Not a legal OleAut date. Power BI
BY: Collin Quiring
We started receiving an error message in Power BI during the refresh via the Power BI Data Gateway. The error only appears online – it does not occur when refreshing, saving or publishing the file in the Power BI Desktop.
The message is relatively simple but can be complex to fix. The error message is:
Data source error: Not a legal OleAut date.. The exception was raised by the IDataReader interface. Table:
It then lists the Table name, the Cluster URI, Activity ID, Request ID and Time of the error.
After some research, it appears there are a few potential causes for this issue.
The first cause is most often bad data. In this case, the message points to a “date” type of data. In looking at the data that I was using I definitely had bad dates. Here are some examples:
If you have trouble seeing that image, some of the bad, unrealistic, dates in my data are:
May 3, 0207
March 23, 0208
March 1, 0919
If you are having trouble seeing that image, here are some of the bad dates:
3/29/0219
11/24/0218
6/4/0181
The initial solution seemed “easy” enough. I went through the Edit Queries and modified each and every date (using the Replace Values function) to be a correct date. That worked fine in Desktop (but it had already worked in desktop) but no joy in the service – I still got the OleAut error.
I made a special visual with each and every date field in my table that was causing the problem. I found one that had a blank field in it. That may or may not have been an issue but I removed the blanks (not necessarily null).
Still, the error appeared on each and every refresh in the service via the gateway.
In my research, some folks appear to have an issue in their links in their relationships. But, I wasn’t using a date link in this table – only ID fields for the relationships. In fact, there was no DateTime table at all due to the needs of this report.

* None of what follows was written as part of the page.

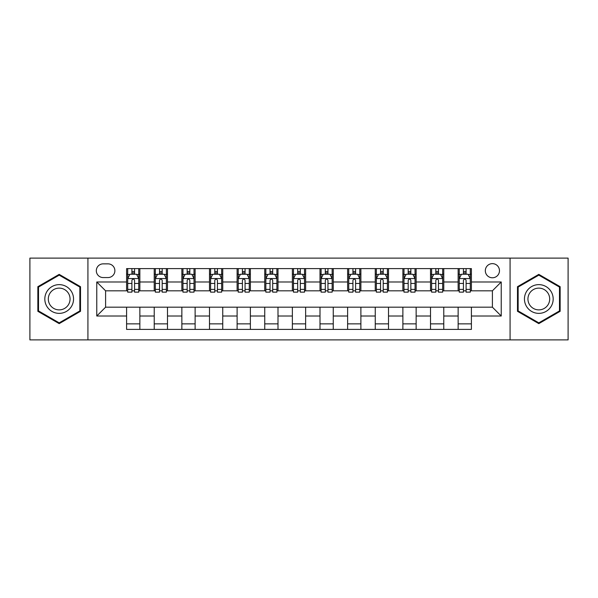 <?xml version="1.0" encoding="UTF-8"?>
<svg xmlns="http://www.w3.org/2000/svg" width="598" height="598" viewBox="0 0 598 598"><rect width="100%" height="100%" fill="white"/><g stroke="black" fill="none" stroke-linecap="round" stroke-linejoin="round"><path stroke-width="0.9" d="M492.401 263.636A7.071 7.071 0 0 0 485.322 270.707A7.071 7.071 0 0 0 492.401 277.778A7.071 7.071 0 0 0 499.472 270.707A7.071 7.071 0 0 0 492.401 263.636M510.079 339.888L568.1 339.888L568.1 258.112L510.079 258.112L510.079 339.888L87.921 339.888L87.921 258.112L29.9 258.112L29.9 339.888L87.921 339.888M103.17 277.562L108.036 277.562A6.855 6.855 0 0 0 114.883 270.707A6.855 6.855 0 0 0 108.036 263.86L103.17 263.86A6.855 6.855 0 0 0 96.315 270.707A6.855 6.855 0 0 0 103.17 277.562M510.079 258.112L87.921 258.112M126.597 316.021L96.764 316.021L96.764 281.979L126.597 281.979L126.597 290.822L105.599 290.822L105.599 307.178L126.597 307.178L126.597 329.393L471.403 329.393L471.403 307.178L492.401 307.178L492.401 290.822L471.403 290.822L471.403 281.979L501.236 281.979L501.236 316.021L471.403 316.021M471.403 281.979L471.403 268.607L126.597 268.607L126.597 281.979M458.143 268.607L458.143 290.822L459.242 290.822M463.443 290.822L466.096 290.822M470.297 290.822L471.403 290.822M458.143 290.822L442.67 290.822M430.508 268.607L430.508 290.822L431.614 290.822M435.815 290.822L438.469 290.822M430.508 290.822L415.042 290.822M402.88 268.607L402.88 290.822L403.986 290.822M408.187 290.822L410.841 290.822M402.88 290.822L387.414 290.822M375.252 268.607L375.252 290.822L376.359 290.822M380.56 290.822L383.213 290.822M375.252 290.822L359.779 290.822M347.625 268.607L347.625 290.822L348.731 290.822M352.932 290.822L355.586 290.822M347.625 290.822L332.152 290.822M319.997 268.607L319.997 290.822L321.104 290.822M325.305 290.822L327.958 290.822M319.997 290.822L304.524 290.822M292.37 268.607L292.37 290.822L293.476 290.822M297.677 290.822L300.323 290.822M292.37 290.822L276.896 290.822M264.742 268.607L264.742 290.822L265.848 290.822M270.042 290.822L272.695 290.822M264.742 290.822L249.269 290.822M237.114 268.607L237.114 290.822L238.221 290.822M242.414 290.822L245.068 290.822M237.114 290.822L221.641 290.822M209.487 268.607L209.487 290.822L210.586 290.822M214.787 290.822L217.44 290.822M209.487 290.822L194.014 290.822M181.859 268.607L181.859 290.822L182.958 290.822M187.159 290.822L189.813 290.822M181.859 290.822L166.386 290.822M154.224 268.607L154.224 290.822L155.331 290.822M159.531 290.822L162.185 290.822M154.224 290.822L138.758 290.822M126.597 290.822L127.703 290.822M131.904 290.822L134.557 290.822M126.597 307.178L139.857 307.178L139.857 329.393M471.403 307.178L139.857 307.178M139.857 268.607L139.857 290.822M126.597 274.138L127.703 274.138M131.904 274.138L134.557 274.138M138.758 274.138L139.857 274.138M126.597 323.862L139.857 323.862M154.224 307.178L154.224 329.393M167.492 268.607L167.492 290.822M154.224 274.138L155.331 274.138M159.531 274.138L162.185 274.138M166.386 274.138L167.492 274.138M167.492 307.178L167.492 329.393M154.224 323.862L167.492 323.862M181.859 307.178L181.859 329.393M195.12 307.178L195.12 329.393M181.859 323.862L195.12 323.862M195.12 268.607L195.12 290.822M181.859 274.138L182.958 274.138M187.159 274.138L189.813 274.138M194.014 274.138L195.12 274.138M209.487 307.178L209.487 329.393M222.748 307.178L222.748 329.393M209.487 323.862L222.748 323.862M222.748 268.607L222.748 290.822M209.487 274.138L210.586 274.138M214.787 274.138L217.44 274.138M221.641 274.138L222.748 274.138M237.114 307.178L237.114 329.393M250.375 307.178L250.375 329.393M237.114 323.862L250.375 323.862M250.375 268.607L250.375 290.822M237.114 274.138L238.221 274.138M242.414 274.138L245.068 274.138M249.269 274.138L250.375 274.138M264.742 307.178L264.742 329.393M278.003 307.178L278.003 329.393M264.742 323.862L278.003 323.862M278.003 268.607L278.003 290.822M264.742 274.138L265.848 274.138M270.042 274.138L272.695 274.138M276.896 274.138L278.003 274.138M292.37 307.178L292.37 329.393M305.63 307.178L305.63 329.393M292.37 323.862L305.63 323.862M305.63 268.607L305.63 290.822M292.37 274.138L293.476 274.138M297.677 274.138L300.323 274.138M304.524 274.138L305.63 274.138M319.997 307.178L319.997 329.393M333.258 307.178L333.258 329.393M319.997 323.862L333.258 323.862M333.258 268.607L333.258 290.822M319.997 274.138L321.104 274.138M325.305 274.138L327.958 274.138M332.152 274.138L333.258 274.138M347.625 307.178L347.625 329.393M360.886 307.178L360.886 329.393M347.625 323.862L360.886 323.862M360.886 268.607L360.886 290.822M347.625 274.138L348.731 274.138M352.932 274.138L355.586 274.138M359.779 274.138L360.886 274.138M375.252 307.178L375.252 329.393M388.513 307.178L388.513 329.393M375.252 323.862L388.513 323.862M388.513 268.607L388.513 290.822M375.252 274.138L376.359 274.138M380.56 274.138L383.213 274.138M387.414 274.138L388.513 274.138M402.88 307.178L402.88 329.393M416.141 307.178L416.141 329.393M402.88 323.862L416.141 323.862M416.141 268.607L416.141 290.822M402.88 274.138L403.986 274.138M408.187 274.138L410.841 274.138M415.042 274.138L416.141 274.138M430.508 307.178L430.508 329.393M443.776 307.178L443.776 329.393M430.508 323.862L443.776 323.862M443.776 268.607L443.776 290.822M430.508 274.138L431.614 274.138M435.815 274.138L438.469 274.138M442.67 274.138L443.776 274.138M458.143 307.178L458.143 329.393M458.143 323.862L471.403 323.862M458.143 274.138L459.242 274.138M463.443 274.138L466.096 274.138M470.297 274.138L471.403 274.138M105.599 290.822L96.764 281.979M105.599 307.178L96.764 316.021M501.236 281.979L492.401 290.822M501.236 316.021L492.401 307.178M59.187 323.63L80.513 311.311L80.513 286.689L59.187 274.37L37.853 286.689L37.853 311.311L59.187 323.63M560.147 286.689L538.813 274.37L517.487 286.689L517.487 311.311L538.813 323.63L560.147 311.311L560.147 286.689M134.557 271.485L131.904 271.485M138.758 289.38L134.557 289.38L134.557 292.145L138.758 292.145L138.758 278.668L136.546 274.243L129.916 274.243L127.703 278.668L127.703 292.145L131.904 292.145L131.904 289.38L127.703 289.38M127.703 278.668L127.703 268.607M138.758 278.668L138.758 268.607M131.904 274.243L131.904 268.607M134.557 268.607L134.557 274.243M134.557 289.38L134.557 280.32C133.675 278.623 132.786 278.623 131.904 280.32L131.904 289.38M162.185 271.485L159.531 271.485M166.386 289.38L162.185 289.38L162.185 292.145L166.386 292.145L166.386 278.668L164.173 274.243L157.543 274.243L155.331 278.668L155.331 292.145L159.531 292.145L159.531 289.38L155.331 289.38M155.331 278.668L155.331 268.607M166.386 278.668L166.386 268.607M159.531 274.243L159.531 268.607M162.185 268.607L162.185 274.243M162.185 289.38L162.185 280.32C161.303 278.623 160.421 278.623 159.531 280.32L159.531 289.38M189.813 271.485L187.159 271.485M194.014 289.38L189.813 289.38L189.813 292.145L194.014 292.145L194.014 278.668L191.801 274.243L185.171 274.243L182.958 278.668L182.958 292.145L187.159 292.145L187.159 289.38L182.958 289.38M182.958 278.668L182.958 268.607M194.014 278.668L194.014 268.607M187.159 274.243L187.159 268.607M189.813 268.607L189.813 274.243M189.813 289.38L189.813 280.32C188.931 278.623 188.049 278.623 187.159 280.32L187.159 289.38M217.44 271.485L214.787 271.485M221.641 289.38L217.44 289.38L217.44 292.145L221.641 292.145L221.641 278.668L219.429 274.243L212.798 274.243L210.586 278.668L210.586 292.145L214.787 292.145L214.787 289.38L210.586 289.38M210.586 278.668L210.586 268.607M221.641 278.668L221.641 268.607M214.787 274.243L214.787 268.607M217.44 268.607L217.44 274.243M217.44 289.38L217.44 280.32C216.558 278.623 215.676 278.623 214.787 280.32L214.787 289.38M245.068 271.485L242.414 271.485M249.269 289.38L245.068 289.38L245.068 292.145L249.269 292.145L249.269 278.668L247.056 274.243L240.426 274.243L238.221 278.668L238.221 292.145L242.414 292.145L242.414 289.38L238.221 289.38M238.221 278.668L238.221 268.607M249.269 278.668L249.269 268.607M242.414 274.243L242.414 268.607M245.068 268.607L245.068 274.243M245.068 289.38L245.068 280.32C244.186 278.623 243.304 278.623 242.414 280.32L242.414 289.38M71.625 291.817A14.367 14.367 0 0 0 52.004 286.562A14.367 14.367 0 0 0 46.741 306.183A14.367 14.367 0 0 0 66.371 311.438A14.367 14.367 0 0 0 71.625 291.817M68.606 293.558A10.876 10.876 0 0 0 53.745 289.582A10.876 10.876 0 0 0 49.769 304.442A10.876 10.876 0 0 0 64.621 308.419A10.876 10.876 0 0 0 68.606 293.558M59.187 322.86L38.519 310.93L38.519 287.07L59.187 275.14L79.855 287.07L79.855 310.93L59.187 322.86M538.813 313.367A14.367 14.367 0 0 0 553.18 299A14.367 14.367 0 0 0 538.813 284.633A14.367 14.367 0 0 0 524.446 299A14.367 14.367 0 0 0 538.813 313.367M538.813 309.876A10.876 10.876 0 0 0 549.689 299A10.876 10.876 0 0 0 538.813 288.124A10.876 10.876 0 0 0 527.937 299A10.876 10.876 0 0 0 538.813 309.876M518.145 287.07L538.813 275.14L559.481 287.07L559.481 310.93L538.813 322.86L518.145 310.93L518.145 287.07M272.695 271.485L270.042 271.485M276.896 289.38L272.695 289.38L272.695 292.145L276.896 292.145L276.896 278.668L274.684 274.243L268.054 274.243L265.848 278.668L265.848 292.145L270.042 292.145L270.042 289.38L265.848 289.38M265.848 278.668L265.848 268.607M276.896 278.668L276.896 268.607M270.042 274.243L270.042 268.607M272.695 268.607L272.695 274.243M272.695 289.38L272.695 280.32C271.813 278.623 270.931 278.623 270.042 280.32L270.042 289.38M300.323 271.485L297.677 271.485M304.524 289.38L300.323 289.38L300.323 292.145L304.524 292.145L304.524 278.668L302.319 274.243L295.681 274.243L293.476 278.668L293.476 292.145L297.677 292.145L297.677 289.38L293.476 289.38M293.476 278.668L293.476 268.607M304.524 278.668L304.524 268.607M297.677 274.243L297.677 268.607M300.323 268.607L300.323 274.243M300.323 289.38L300.323 280.32C299.441 278.623 298.559 278.623 297.677 280.32L297.677 289.38M327.958 271.485L325.305 271.485M332.152 289.38L327.958 289.38L327.958 292.145L332.152 292.145L332.152 278.668L329.947 274.243L323.316 274.243L321.104 278.668L321.104 292.145L325.305 292.145L325.305 289.38L321.104 289.38M321.104 278.668L321.104 268.607M332.152 278.668L332.152 268.607M325.305 274.243L325.305 268.607M327.958 268.607L327.958 274.243M327.958 289.38L327.958 280.32C327.069 278.623 326.187 278.623 325.305 280.32L325.305 289.38M355.586 271.485L352.932 271.485M359.779 289.38L355.586 289.38L355.586 292.145L359.779 292.145L359.779 278.668L357.574 274.243L350.944 274.243L348.731 278.668L348.731 292.145L352.932 292.145L352.932 289.38L348.731 289.38M348.731 278.668L348.731 268.607M359.779 278.668L359.779 268.607M352.932 274.243L352.932 268.607M355.586 268.607L355.586 274.243M355.586 289.38L355.586 280.32C354.696 278.623 353.814 278.623 352.932 280.32L352.932 289.38M383.213 271.485L380.56 271.485M387.414 289.38L383.213 289.38L383.213 292.145L387.414 292.145L387.414 278.668L385.202 274.243L378.571 274.243L376.359 278.668L376.359 292.145L380.56 292.145L380.56 289.38L376.359 289.38M376.359 278.668L376.359 268.607M387.414 278.668L387.414 268.607M380.56 274.243L380.56 268.607M383.213 268.607L383.213 274.243M383.213 289.38L383.213 280.32C382.331 278.623 381.442 278.623 380.56 280.32L380.56 289.38M410.841 271.485L408.187 271.485M415.042 289.38L410.841 289.38L410.841 292.145L415.042 292.145L415.042 278.668L412.829 274.243L406.199 274.243L403.986 278.668L403.986 292.145L408.187 292.145L408.187 289.38L403.986 289.38M403.986 278.668L403.986 268.607M415.042 278.668L415.042 268.607M408.187 274.243L408.187 268.607M410.841 268.607L410.841 274.243M410.841 289.38L410.841 280.32C409.959 278.623 409.069 278.623 408.187 280.32L408.187 289.38M438.469 271.485L435.815 271.485M442.67 289.38L438.469 289.38L438.469 292.145L442.67 292.145L442.67 278.668L440.457 274.243L433.827 274.243L431.614 278.668L431.614 292.145L435.815 292.145L435.815 289.38L431.614 289.38M431.614 278.668L431.614 268.607M442.67 278.668L442.67 268.607M435.815 274.243L435.815 268.607M438.469 268.607L438.469 274.243M438.469 289.38L438.469 280.32C437.587 278.623 436.704 278.623 435.815 280.32L435.815 289.38M466.096 271.485L463.443 271.485M470.297 289.38L466.096 289.38L466.096 292.145L470.297 292.145L470.297 278.668L468.085 274.243L461.454 274.243L459.242 278.668L459.242 292.145L463.443 292.145L463.443 289.38L459.242 289.38M459.242 278.668L459.242 268.607M470.297 278.668L470.297 268.607M463.443 274.243L463.443 268.607M466.096 268.607L466.096 274.243M466.096 289.38L466.096 280.32C465.214 278.623 464.332 278.623 463.443 280.32L463.443 289.38M154.224 316.021L139.857 316.021M154.224 281.979L139.857 281.979M181.859 281.979L167.492 281.979M181.859 316.021L167.492 316.021M209.487 281.979L195.12 281.979M209.487 316.021L195.12 316.021M237.114 281.979L222.748 281.979M237.114 316.021L222.748 316.021M264.742 281.979L250.375 281.979M264.742 316.021L250.375 316.021M292.37 281.979L278.003 281.979M292.37 316.021L278.003 316.021M319.997 281.979L305.63 281.979M319.997 316.021L305.63 316.021M347.625 281.979L333.258 281.979M347.625 316.021L333.258 316.021M375.252 281.979L360.886 281.979M375.252 316.021L360.886 316.021M402.88 281.979L388.513 281.979M402.88 316.021L388.513 316.021M430.508 281.979L416.141 281.979M430.508 316.021L416.141 316.021M458.143 281.979L443.776 281.979M458.143 316.021L443.776 316.021M138.699 278.556L127.763 278.556M127.703 274.512L129.781 274.512M136.68 274.512L138.758 274.512M131.904 283.452L127.703 283.452M138.758 283.452L134.557 283.452M134.557 272.89L131.904 272.89M166.326 278.556L155.39 278.556M155.331 274.512L157.409 274.512M164.308 274.512L166.386 274.512M159.531 283.452L155.331 283.452M166.386 283.452L162.185 283.452M162.185 272.89L159.531 272.89M193.954 278.556L183.018 278.556M182.958 274.512L185.036 274.512M191.936 274.512L194.014 274.512M187.159 283.452L182.958 283.452M194.014 283.452L189.813 283.452M189.813 272.89L187.159 272.89M221.589 278.556L210.646 278.556M210.586 274.512L212.664 274.512M219.563 274.512L221.641 274.512M214.787 283.452L210.586 283.452M221.641 283.452L217.44 283.452M217.44 272.89L214.787 272.89M249.216 278.556L238.273 278.556M238.221 274.512L240.299 274.512M247.191 274.512L249.269 274.512M242.414 283.452L238.221 283.452M249.269 283.452L245.068 283.452M245.068 272.89L242.414 272.89M276.844 278.556L265.901 278.556M265.848 274.512L267.926 274.512M274.818 274.512L276.896 274.512M270.042 283.452L265.848 283.452M276.896 283.452L272.695 283.452M272.695 272.89L270.042 272.89M304.472 278.556L293.528 278.556M293.476 274.512L295.554 274.512M302.446 274.512L304.524 274.512M297.677 283.452L293.476 283.452M304.524 283.452L300.323 283.452M300.323 272.89L297.677 272.89M332.099 278.556L321.156 278.556M321.104 274.512L323.182 274.512M330.074 274.512L332.152 274.512M325.305 283.452L321.104 283.452M332.152 283.452L327.958 283.452M327.958 272.89L325.305 272.89M359.727 278.556L348.784 278.556M348.731 274.512L350.809 274.512M357.701 274.512L359.779 274.512M352.932 283.452L348.731 283.452M359.779 283.452L355.586 283.452M355.586 272.89L352.932 272.89M387.355 278.556L376.411 278.556M376.359 274.512L378.437 274.512M385.336 274.512L387.414 274.512M380.56 283.452L376.359 283.452M387.414 283.452L383.213 283.452M383.213 272.89L380.56 272.89M414.982 278.556L404.046 278.556M403.986 274.512L406.064 274.512M412.964 274.512L415.042 274.512M408.187 283.452L403.986 283.452M415.042 283.452L410.841 283.452M410.841 272.89L408.187 272.89M442.61 278.556L431.674 278.556M431.614 274.512L433.692 274.512M440.591 274.512L442.67 274.512M435.815 283.452L431.614 283.452M442.67 283.452L438.469 283.452M438.469 272.89L435.815 272.89M470.237 278.556L459.301 278.556M459.242 274.512L461.32 274.512M468.219 274.512L470.297 274.512M463.443 283.452L459.242 283.452M470.297 283.452L466.096 283.452M466.096 272.89L463.443 272.89"/></g></svg>

There were some date fields in the table that I wasn’t using so I changed those fields to text rather than trying to fix the bad dates in those fields.
Still no joy.
I took all of the date fields, changed the type from Date to Number and the changed it back.
Still no joy.
So, I put in a step between the changing back and forth the types. In my case, I just added a column with a text field.
And finally – there was joy in the land!